Yesterday was Mother’s Day. It was also a very tough day. It ticked the epic box big time, but the
fun box not so much.
Our day started at 02.35 a.m. when it started to rain. I wished Jenny Happy Mother’s Day and she told me something very rude.
No chance of rain is one of the reasons we chose May as the month of the Crocodile Tour. Unseasonal rain becomes even more of a bugger when you are sleeping out on an open deck. Jenny and I started gathering up blankets and belongings to drag them below deck, when we remembered the Halcyon doesn’t do below decks. We were just resigning ourselves to having an early shower when Skipper Andy Chadwick saved the day and threw a tarpaulin over us, and job done, we went back to sleep, dry and snug like sacks of potatoes.
We were on the water paddling by 07.30. The water was like a glass and we fairly flew along at 7 k.p.h., which is way more impressive than it sounds, until Mark Johnson stopped for coffee and a rusk. Coffee breaks bobbing in your boat on the open lake are way cool, but maybe not such a good idea when you’re chasing down a 35 km target. Rear Admiral of the paddling fleet Andy Lowe Evans was soon chomping at the bit, so we set off again, direction Binga.
Until Greg Hall saw an old Batonka fisherman that he knew, setting up his office for day, a dugout canoe tied up in the tree line.

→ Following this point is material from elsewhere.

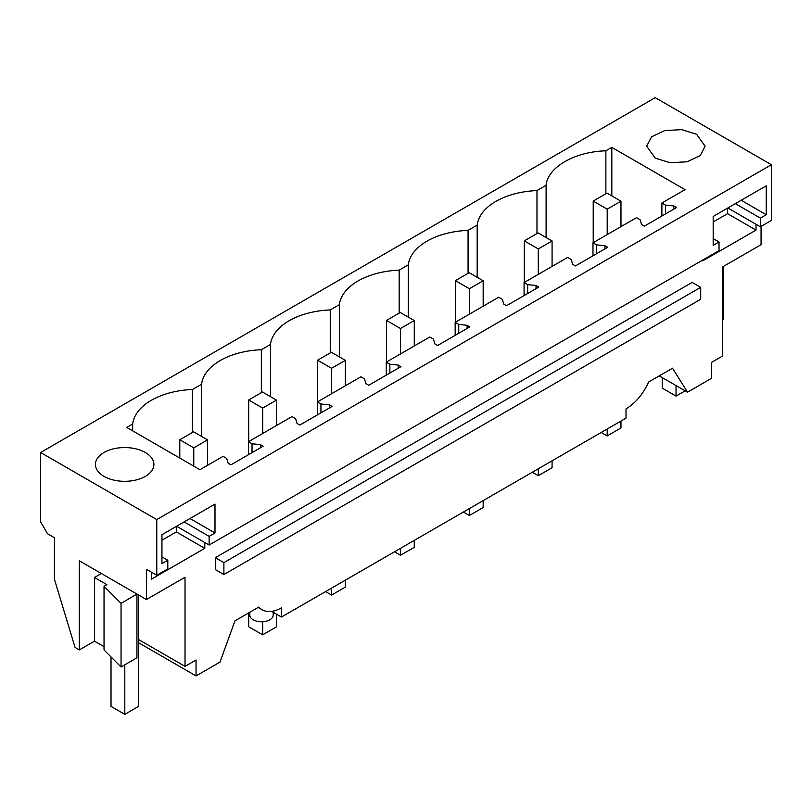 <?xml version="1.0" encoding="UTF-8"?>
<svg xmlns="http://www.w3.org/2000/svg" width="812" height="812" viewBox="0 0 812 812"><rect width="100%" height="100%" fill="white"/><g stroke="black" fill="none" stroke-linecap="round" stroke-linejoin="round"><path stroke-width="1.22" d="M761.067 226.386L761.067 244.686L722.477 266.965L722.477 356.072L711.454 362.436L711.454 378.351L687.5 392.186L659.242 375.875M79.322 649.904L75.059 647.438L54.424 579.271L54.424 537.727L47.492 533.728L40.6 521.791L40.6 452.507L156.777 519.578L156.777 575.272L146.434 569.303L146.434 599.54L79.322 560.787L79.322 649.904L94.486 641.145L94.486 577.494L101.378 573.516M727.836 207.994L760.377 226.781L771.4 220.417L771.4 164.724L655.223 97.653L40.6 452.507M204.786 542.517L204.786 548.344L176.326 531.921L161.943 540.224M151.479 572.216L151.479 579.118L204.786 548.344M271.665 611.375L281.49 617.039L281.49 607.812A38.976 22.503 -60 0 1 262.053 609.711A38.976 22.503 -60 0 1 258.805 607.072L234.972 620.825L220.001 662.084L196.047 675.919L196.047 660.004L185.024 666.368L185.024 577.261L146.434 599.54M281.49 617.039L626.011 418.139L626.011 408.903C635.542 403.087 643.104 394.104 648.697 381.965L672.529 368.201L687.5 392.186M756.023 224.264L756.023 230.09L727.562 213.668L727.562 208.156M702.715 260.073L702.715 260.865L756.023 230.09M215.342 557.692L215.342 569.618L223.889 574.551L223.889 562.625L215.342 557.692L692.159 282.403L700.705 287.336L223.889 562.625M771.4 164.724L156.777 519.578M655.223 158.117L670.194 162.735L687.084 161.781L700.208 155.559L705.131 146.19L696.574 134.254L681.603 129.636L664.713 130.59L651.589 136.812L646.667 146.18L655.223 158.117M132.671 430.867L132.671 424.016L126.733 427.437L199.945 469.712L223.097 456.344L226.68 458.415L228.162 463.246L230.912 464.84L263.159 446.214L260.408 444.631L252.035 443.778L248.462 441.708L292.005 416.566L295.588 418.637L297.06 423.468L299.821 425.052L332.067 406.436L329.307 404.843L320.943 403.99L320.943 412.861M132.671 424.016A64.31 37.129 180 0 1 192.454 389.496L201.569 384.228A64.31 37.129 180 0 1 261.352 349.718L270.477 344.45A64.31 37.129 180 0 1 330.261 309.93L339.386 304.673A64.31 37.129 180 0 1 399.169 270.152L408.284 264.885A64.31 37.129 180 0 1 468.067 230.375L477.192 225.107A64.31 37.129 180 0 1 536.976 190.587L546.1 185.319C547.572 167.323 574.703 151.661 605.874 150.809L611.822 147.378L611.822 195.915M320.943 403.99L317.36 401.93L360.914 376.788L364.486 378.849L365.968 383.68L368.719 385.274L400.966 366.659L398.215 365.065L389.851 364.212L386.268 362.142L429.812 337L433.395 339.071L434.867 343.902L437.627 345.496L469.874 326.871L467.113 325.287L458.75 324.435L455.167 322.364L498.72 297.222L502.303 299.293L503.775 304.114L506.536 305.708L538.782 287.093L536.021 285.499L527.658 284.647L524.075 282.576L567.618 257.434L571.201 259.505L572.683 264.336L575.434 265.93L607.68 247.315L604.93 245.721L596.566 244.869L592.983 242.798L636.527 217.657L640.11 219.727L641.582 224.559L644.342 226.142L676.589 207.527L673.828 205.933L665.464 205.091L661.881 203.02L685.034 189.653L611.822 147.378M145.338 452.507A29.232 16.879 180 0 1 153.894 464.434A29.232 16.879 180 0 1 135.848 480.034A29.232 16.879 180 0 1 103.997 476.37A29.232 16.879 180 0 1 95.43 464.434A29.232 16.879 180 0 1 113.477 448.843A29.232 16.879 180 0 1 145.338 452.507M723.522 266.356L723.522 319.136L722.477 319.745M760.377 226.781L760.377 218.113L766.234 214.733L766.234 185.826L713.18 216.459L713.18 245.366L719.036 241.986L719.036 250.654L209.141 545.035L176.6 526.247M673.828 205.933L673.828 209.12M713.18 221.97L727.562 213.668M700.705 287.336L700.705 299.263L223.889 574.551M209.141 545.035L209.141 536.367L214.997 532.987L214.997 504.079L161.943 534.712L161.943 563.619L167.8 560.239L167.8 568.907L156.777 575.272M248.462 441.708L248.462 454.71M317.36 401.93L317.36 414.922M386.268 362.142L386.268 375.144M455.167 322.364L455.167 335.366M524.075 282.576L524.075 295.578M592.983 242.798L592.983 255.8M661.881 203.02L661.881 216.022M665.464 205.091L665.464 213.952M605.874 150.809L605.874 193.774M546.1 237.53L546.1 185.319M536.976 190.587L536.976 233.551M719.036 241.986L713.18 238.606M760.377 218.113L735.347 203.66M766.234 214.733L741.204 200.28M138.578 642.739L196.047 675.919M185.024 666.368L138.578 639.562M136.944 657.791L121.049 666.977L121.049 603.326L136.944 594.14L136.944 657.791M94.486 577.494L106.89 584.66L104.037 586.305L104.037 649.955L121.049 666.977M104.037 646.667L94.486 641.145M176.326 526.409L176.326 531.921M260.408 444.631L260.408 447.808M273.197 612.258L273.197 615.049A11.693 6.75 180 0 1 269.777 619.83A11.693 6.75 180 0 1 257.028 621.292A11.693 6.75 180 0 1 249.812 615.049L249.812 612.258M104.037 586.305L121.049 603.326M167.8 560.239L161.943 556.859M209.141 536.367L184.111 521.913M252.035 443.778L252.035 452.639M192.454 432.461L192.454 389.496M201.569 436.44L201.569 384.228M214.997 532.987L189.967 518.533M604.93 245.721L604.93 248.898M596.566 244.869L596.566 253.73M477.192 277.318L477.192 225.107M468.067 230.375L468.067 273.339M536.021 285.499L536.021 288.686M527.658 284.647L527.658 293.518M408.284 317.096L408.284 264.885M399.169 270.152L399.169 313.117M467.113 325.287L467.113 328.464M458.75 324.435L458.75 333.296M339.386 356.874L339.386 304.662M330.261 309.93L330.261 352.895M398.215 365.065L398.215 368.242M389.851 364.212L389.851 373.073M270.477 396.662L270.477 344.45M261.352 349.718L261.352 392.683M329.307 404.843L329.307 408.03M662.257 377.61L662.257 388.136L676.041 396.094L676.041 385.568M685.155 390.836L676.041 396.094M124.804 664.805L124.804 714.347L138.578 706.389L138.578 595.003M111.021 656.949L111.021 706.389L124.804 714.347M620.977 201.203L606.99 193.124L593.217 201.082L607.203 209.161L620.977 201.203L620.977 226.629M607.203 209.161L607.203 234.587M607.203 429L607.203 435.922L620.977 427.965L620.977 421.042M593.217 201.082L593.217 242.666M601.205 432.461L607.203 435.922M552.079 240.981L538.092 232.912L524.308 240.87L538.295 248.939L552.079 240.981L552.079 266.417M538.295 248.939L538.295 274.375M538.295 468.778L538.295 475.7L552.079 467.742L552.079 460.82M524.308 240.87L524.308 282.444M532.296 472.239L538.295 475.7M483.17 280.769L469.184 272.69L455.4 280.647L469.397 288.727L483.17 280.769L483.17 306.195M469.397 288.727L469.397 314.153M469.397 508.556L469.397 515.478L483.17 507.52L483.17 500.598M455.4 280.647L455.4 322.232M463.398 512.017L469.397 515.478M414.272 320.547L400.286 312.478L386.502 320.425L400.489 328.505L414.272 320.547L414.272 345.973M400.489 328.505L400.489 353.93M400.489 548.344L400.489 555.266L414.272 547.308L414.272 540.386M386.502 320.425L386.502 362.01M394.49 551.805L400.489 555.266M345.364 360.335L331.377 352.256L317.593 360.213L331.58 368.283L345.364 360.335L345.364 385.761M331.58 368.283L331.58 393.718M331.58 588.121L331.58 595.044L345.364 587.086L345.364 580.164M317.593 360.213L317.593 401.788M325.592 591.583L331.58 595.044M276.456 400.113L262.469 392.034L248.695 399.991L262.682 408.071L276.456 400.113L276.456 425.539M262.682 408.071L262.682 433.496M262.682 621.769L262.682 634.822L276.456 626.874L276.456 614.136M248.695 399.991L248.695 441.576M248.695 612.908L248.695 626.752L262.682 634.822M207.557 439.891L193.571 431.822L179.787 439.769L193.774 447.848L207.557 439.891L207.557 465.317M193.774 447.848L193.774 466.149M193.774 674.61L179.787 666.53M179.787 439.769L179.787 458.069M258.135 607.447L262.053 609.711"/></g></svg>

The fisherman’s name was Mr Peter Ndhlovu and he was old like the hills. He told us he fished the same spot for bream, 7 days a week, and averaged 25 to 30 kgs of fish per day, which he sold for a $1,50 per kilo. Mr Ndhlovu had 4 rods in the water, and for rods, read 30 cm wooden sticks with no reels.
I was very glad we took time out we couldn’t afford to hang out with Mr Ndhlovu and chew the fat. Happy people content with their lot in life are few and far between. I want to be like Peter Ndhlovu when I grow up. And no, I didn’t mark his fishing spot on my GPS, and even if I did, I wouldn’t rat fink him out.
The onshore wind started blowing just after we left Mr Peter Ndhlovu’s fishing spot. One minute we were paddling flat water, and the next minute we were rocking and rolling in four foot swells, although Mark Johnson said he measured one six-footer but he is prone to over-exaggeration. We’re not talking waves like in the sea, it was more like a chop, vicious and unrelenting, and coming from all angles, like you might find in a washing machine. It was horrible. Straight away our speed dropped off to just 3 k.p.h., which is slower than my granny used to walk. Mark Johnson and I took cover behind one of the catamarans and enjoyed some brief respite from the waves, but not much, as the yachts were also taking a hammering.
Because he is a knob, Mark Johnson came up alongside me and flicked my rudder out of the water and into the up position, and then shouted at me to hold my line, damn it. I was stomping on my foot pedals with all my might but to no avail, and got thrown around in the swell like flotsam, confused and panicked. Until I heard Mark busting his gut, laughing. Knob.
Billy was almost as annoying. Every time I looked, Billy came past me the wrong way, surfing the waves, having the time of his life. Billy is from San Diego, California and paddles the surf for fun.
We lunched on a delicious potato salad in the shelter of the Binga Gorge, with fish eagles soaring overhead. It was the best lunch spot ever We were hoping the wind had dropped off, but not such luck. So it was back into the washing machine.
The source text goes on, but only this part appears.